Quando scegliere FUE con impianto DHI
L’impianto DHI può essere preso in considerazione quando la strategia richiede un inserimento particolarmente accurato in aree circoscritte, nella ricostruzione dell’attaccatura, nel rinfoltimento tra capelli nativi o in pazienti che desiderano limitare la rasatura dell’area ricevente, quando clinicamente possibile. Può essere utile anche per piccole correzioni di esiti cicatriziali o per interventi su barba e sopracciglia.
La scelta, tuttavia, non dovrebbe basarsi solo sulla preferenza per una sigla. In un diradamento molto esteso, per esempio, la questione centrale è il rapporto tra superficie da coprire e disponibilità della zona donatrice. In presenza di alopecia ancora attiva, può essere prioritario stabilizzare la caduta prima di programmare l’autotrapianto. Nelle donne, il quadro richiede spesso una valutazione ancora più attenta, perché il diradamento diffuso può ridurre la qualità della zona donatrice.
La visita tricologica viene prima della tecnica
Un trapianto ben indicato parte dall’inquadramento clinico. Non tutte le cadute di capelli sono uguali: alopecia androgenetica, effluvio telogen, alopecia areata, condizioni infiammatorie del cuoio capelluto, carenze nutrizionali o alterazioni ormonali richiedono percorsi differenti. Trapiantare senza una diagnosi precisa rischia di trattare un effetto senza affrontarne la causa.
La visita consente di valutare storia personale e familiare, andamento della caduta, qualità del fusto e densità della zona donatrice. L’osservazione tricologica, quando indicata, permette di individuare miniaturizzazione, infiammazione e caratteristiche follicolari utili per definire prognosi e trattamento.
In alcuni casi, terapie mediche o trattamenti di supporto possono essere consigliati prima o dopo l’intervento. PRP sintetico, mesoterapia con dutasteride e protocolli di biorivitalizzazione possono rientrare in un piano personalizzato per specifiche indicazioni, ma non sostituiscono il trapianto quando la perdita follicolare è ormai definitiva, né il trapianto sostituisce la necessità di controllare la progressione dell’alopecia.

Domande utili prima di decidere
Prima di procedere, è ragionevole chiedere quale diagnosi abbia portato all’indicazione chirurgica, quanti graft siano realmente disponibili e quali aree verranno priorizzate. È utile comprendere chi eseguirà le fasi mediche della procedura, come sarà organizzato il controllo post-operatorio e quali risultati siano realistici nel proprio caso.

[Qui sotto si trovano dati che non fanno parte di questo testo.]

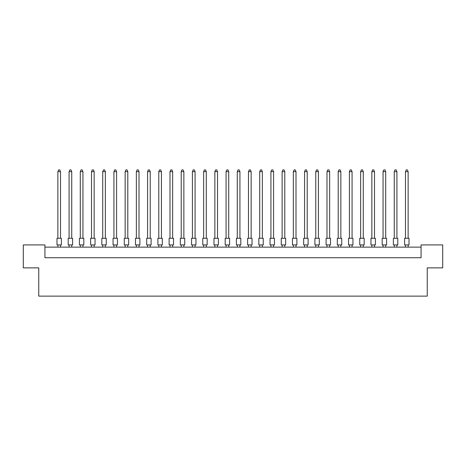 <?xml version="1.0" encoding="UTF-8"?>
<svg xmlns="http://www.w3.org/2000/svg" width="466" height="466" viewBox="0 0 466 466"><rect width="100%" height="100%" fill="white"/><g stroke="black" fill="none" stroke-linecap="round" stroke-linejoin="round"><path stroke-width="0.7" d="M38.754 267.874L23.3 267.874L23.3 244.918L44.934 244.918L44.934 257.721L421.066 257.721L421.066 244.918L442.7 244.918L442.7 267.874L427.246 267.874L427.246 296.131L38.754 296.131L38.754 267.874M421.066 247.126L44.934 247.126M56.986 238.295L61.401 238.295L61.401 244.918L56.986 244.918L56.986 238.295M60.516 238.295L60.516 171.634L57.866 171.634L57.866 238.295M57.866 171.634L58.664 169.869L59.724 169.869L60.516 171.634M57.866 244.918L57.866 247.126M60.516 247.126L60.516 244.918M61.401 238.295L61.401 244.918L61.401 238.295M68.199 238.295L72.614 238.295L72.614 244.918L68.199 244.918L68.199 238.295M71.729 238.295L71.729 171.634L69.079 171.634L69.079 238.295M69.079 171.634L69.877 169.869L70.937 169.869L71.729 171.634M69.079 244.918L69.079 247.126M71.729 247.126L71.729 244.918M79.412 238.295L83.828 238.295L83.828 244.918L79.412 244.918L79.412 238.295M82.942 238.295L82.942 171.634L80.292 171.634L80.292 238.295M80.292 171.634L81.09 169.869L82.15 169.869L82.942 171.634M80.292 244.918L80.292 247.126M82.942 247.126L82.942 244.918M101.838 238.295L106.254 238.295L106.254 244.918L101.838 244.918L101.838 238.295M105.368 238.295L105.368 171.634L102.724 171.634L102.724 238.295M102.724 171.634L103.516 169.869L104.576 169.869L105.368 171.634M102.724 244.918L102.724 247.126M105.368 247.126L105.368 244.918M124.265 238.295L128.68 238.295L128.68 244.918L124.265 244.918L124.265 238.295M127.795 238.295L127.795 171.634L125.15 171.634L125.15 238.295M125.15 171.634L125.942 169.869L127.002 169.869L127.795 171.634M125.15 244.918L125.15 247.126M127.795 247.126L127.795 244.918M146.691 238.295L151.106 238.295L151.106 244.918L146.691 244.918L146.691 238.295M150.221 238.295L150.221 171.634L147.576 171.634L147.576 238.295M147.576 171.634L148.369 169.869L149.429 169.869L150.221 171.634M147.576 244.918L147.576 247.126M150.221 247.126L150.221 244.918M83.828 238.295L83.828 244.918M90.625 238.295L95.041 238.295L95.041 244.918L90.625 244.918L90.625 238.295M94.155 238.295L94.155 171.634L91.505 171.634L91.505 238.295M91.505 171.634L92.303 169.869L93.363 169.869L94.155 171.634M91.505 244.918L91.505 247.126M94.155 247.126L94.155 244.918M113.052 238.295L117.467 238.295L117.467 244.918L113.052 244.918L113.052 238.295M116.582 238.295L116.582 171.634L113.937 171.634L113.937 238.295M113.937 171.634L114.729 169.869L115.789 169.869L116.582 171.634M113.937 244.918L113.937 247.126M116.582 247.126L116.582 244.918M135.478 238.295L139.893 238.295L139.893 244.918L135.478 244.918L135.478 238.295M139.008 238.295L139.008 171.634L136.363 171.634L136.363 238.295M136.363 171.634L137.155 169.869L138.216 169.869L139.008 171.634M136.363 244.918L136.363 247.126M139.008 247.126L139.008 244.918M157.904 238.295L162.319 238.295L162.319 244.918L157.904 244.918L157.904 238.295L157.904 244.918M161.44 238.295L161.44 171.634L158.79 171.634L158.79 238.295M158.79 171.634L159.582 169.869L160.642 169.869L161.44 171.634M158.79 244.918L158.79 247.126M161.44 247.126L161.44 244.918M162.319 238.295L162.319 244.918M180.33 238.295L184.746 238.295L184.746 244.918L180.33 244.918L180.33 238.295M183.866 238.295L183.866 171.634L181.216 171.634L181.216 238.295M181.216 171.634L182.008 169.869L183.068 169.869L183.866 171.634M181.216 244.918L181.216 247.126M183.866 247.126L183.866 244.918M202.757 238.295L207.172 238.295L207.172 244.918L202.757 244.918L202.757 238.295M206.292 238.295L206.292 171.634L203.642 171.634L203.642 238.295M203.642 171.634L204.434 169.869L205.494 169.869L206.292 171.634M203.642 244.918L203.642 247.126M206.292 247.126L206.292 244.918M225.189 238.295L229.598 238.295L229.598 244.918L225.189 244.918L225.189 238.295M228.719 238.295L228.719 171.634L226.068 171.634L226.068 238.295M226.068 171.634L226.866 169.869L227.921 169.869L228.719 171.634M226.068 244.918L226.068 247.126M228.719 247.126L228.719 244.918M169.117 238.295L173.533 238.295L173.533 244.918L169.117 244.918L169.117 238.295M172.653 238.295L172.653 171.634L170.003 171.634L170.003 238.295M170.003 171.634L170.795 169.869L171.855 169.869L172.653 171.634M170.003 244.918L170.003 247.126M172.653 247.126L172.653 244.918M191.543 238.295L195.959 238.295L195.959 244.918L191.543 244.918L191.543 238.295M195.079 238.295L195.079 171.634L192.429 171.634L192.429 238.295M192.429 171.634L193.221 169.869L194.281 169.869L195.079 171.634M192.429 244.918L192.429 247.126M195.079 247.126L195.079 244.918M213.97 238.295L218.385 238.295L218.385 244.918L213.97 244.918L213.97 238.295M217.505 238.295L217.505 171.634L214.855 171.634L214.855 238.295M214.855 171.634L215.647 169.869L216.707 169.869L217.505 171.634M214.855 244.918L214.855 247.126M217.505 247.126L217.505 244.918M247.615 238.295L252.03 238.295L252.03 244.918L247.615 244.918L247.615 238.295M251.145 238.295L251.145 171.634L248.495 171.634L248.495 238.295M248.495 171.634L249.293 169.869L250.353 169.869L251.145 171.634M248.495 244.918L248.495 247.126M251.145 247.126L251.145 244.918M270.041 238.295L274.457 238.295L274.457 244.918L270.041 244.918L270.041 238.295M273.571 238.295L273.571 171.634L270.921 171.634L270.921 238.295M270.921 171.634L271.719 169.869L272.779 169.869L273.571 171.634M270.921 244.918L270.921 247.126M273.571 247.126L273.571 244.918M292.467 238.295L296.883 238.295L296.883 244.918L292.467 244.918L292.467 238.295M295.997 238.295L295.997 171.634L293.347 171.634L293.347 238.295M293.347 171.634L294.145 169.869L295.205 169.869L295.997 171.634M293.347 244.918L293.347 247.126M295.997 247.126L295.997 244.918M314.894 238.295L319.309 238.295L319.309 244.918L314.894 244.918L314.894 238.295M318.424 238.295L318.424 171.634L315.779 171.634L315.779 238.295M315.779 171.634L316.571 169.869L317.631 169.869L318.424 171.634M315.779 244.918L315.779 247.126M318.424 247.126L318.424 244.918M337.32 238.295L341.735 238.295L341.735 244.918L337.32 244.918L337.32 238.295M340.85 238.295L340.85 171.634L338.205 171.634L338.205 238.295M338.205 171.634L338.998 169.869L340.058 169.869L340.85 171.634M338.205 244.918L338.205 247.126M340.85 247.126L340.85 244.918M359.746 238.295L364.162 238.295L364.162 244.918L359.746 244.918L359.746 238.295M363.276 238.295L363.276 171.634L360.632 171.634L360.632 238.295M360.632 171.634L361.424 169.869L362.484 169.869L363.276 171.634M360.632 244.918L360.632 247.126M363.276 247.126L363.276 244.918M382.172 238.295L386.588 238.295L386.588 244.918L382.172 244.918L382.172 238.295M385.708 238.295L385.708 171.634L383.058 171.634L383.058 238.295M383.058 171.634L383.85 169.869L384.91 169.869L385.708 171.634M383.058 244.918L383.058 247.126M385.708 247.126L385.708 244.918M404.599 238.295L409.014 238.295L409.014 244.918L404.599 244.918L404.599 238.295L404.599 244.918M408.134 238.295L408.134 171.634L405.484 171.634L405.484 238.295M405.484 171.634L406.276 169.869L407.336 169.869L408.134 171.634M405.484 244.918L405.484 247.126M408.134 247.126L408.134 244.918M386.588 238.295L386.588 244.918M409.014 238.295L409.014 244.918L409.014 238.295M236.402 238.295L240.811 238.295L240.811 244.918L236.402 244.918L236.402 238.295M239.932 238.295L239.932 171.634L237.281 171.634L237.281 238.295M237.281 171.634L238.079 169.869L239.134 169.869L239.932 171.634M237.281 244.918L237.281 247.126M239.932 247.126L239.932 244.918M258.828 238.295L263.243 238.295L263.243 244.918L258.828 244.918L258.828 238.295M262.358 238.295L262.358 171.634L259.708 171.634L259.708 238.295M259.708 171.634L260.506 169.869L261.566 169.869L262.358 171.634M259.708 244.918L259.708 247.126M262.358 247.126L262.358 244.918M281.254 238.295L285.67 238.295L285.67 244.918L281.254 244.918L281.254 238.295M284.784 238.295L284.784 171.634L282.134 171.634L282.134 238.295M282.134 171.634L282.932 169.869L283.992 169.869L284.784 171.634M282.134 244.918L282.134 247.126M284.784 247.126L284.784 244.918M303.681 238.295L308.096 238.295L308.096 244.918L303.681 244.918L303.681 238.295M307.21 238.295L307.21 171.634L304.56 171.634L304.56 238.295M304.56 171.634L305.358 169.869L306.418 169.869L307.21 171.634M304.56 244.918L304.56 247.126M307.21 247.126L307.21 244.918M326.107 238.295L330.522 238.295L330.522 244.918L326.107 244.918L326.107 238.295M329.637 238.295L329.637 171.634L326.992 171.634L326.992 238.295M326.992 171.634L327.784 169.869L328.845 169.869L329.637 171.634M326.992 244.918L326.992 247.126M329.637 247.126L329.637 244.918M348.533 238.295L352.948 238.295L352.948 244.918L348.533 244.918L348.533 238.295M352.063 238.295L352.063 171.634L349.418 171.634L349.418 238.295M349.418 171.634L350.211 169.869L351.271 169.869L352.063 171.634M349.418 244.918L349.418 247.126M352.063 247.126L352.063 244.918M370.959 238.295L375.375 238.295L375.375 244.918L370.959 244.918L370.959 238.295M374.495 238.295L374.495 171.634L371.845 171.634L371.845 238.295M371.845 171.634L372.637 169.869L373.697 169.869L374.495 171.634M371.845 244.918L371.845 247.126M374.495 247.126L374.495 244.918M393.386 238.295L397.801 238.295L397.801 244.918L393.386 244.918L393.386 238.295L393.386 244.918M396.921 238.295L396.921 171.634L394.271 171.634L394.271 238.295M394.271 171.634L395.063 169.869L396.123 169.869L396.921 171.634M394.271 244.918L394.271 247.126M396.921 247.126L396.921 244.918"/></g></svg>

Diffidare di una proposta che promette densità illimitata o risultati identici per ogni paziente è un atto di prudenza. La medicina tricologica di qualità considera le risorse disponibili oggi e tutela anche le possibilità future, perché la caduta può evolvere nel tempo.
La scelta tra FUE e DHI acquista valore quando diventa parte di un progetto su misura: una diagnosi accurata, un prelievo rispettoso della zona donatrice, un impianto progettato per armonizzarsi con il volto e un follow-up attento. È così che la tecnica smette di essere un’etichetta e diventa una cura concreta della propria immagine e della salute dei capelli.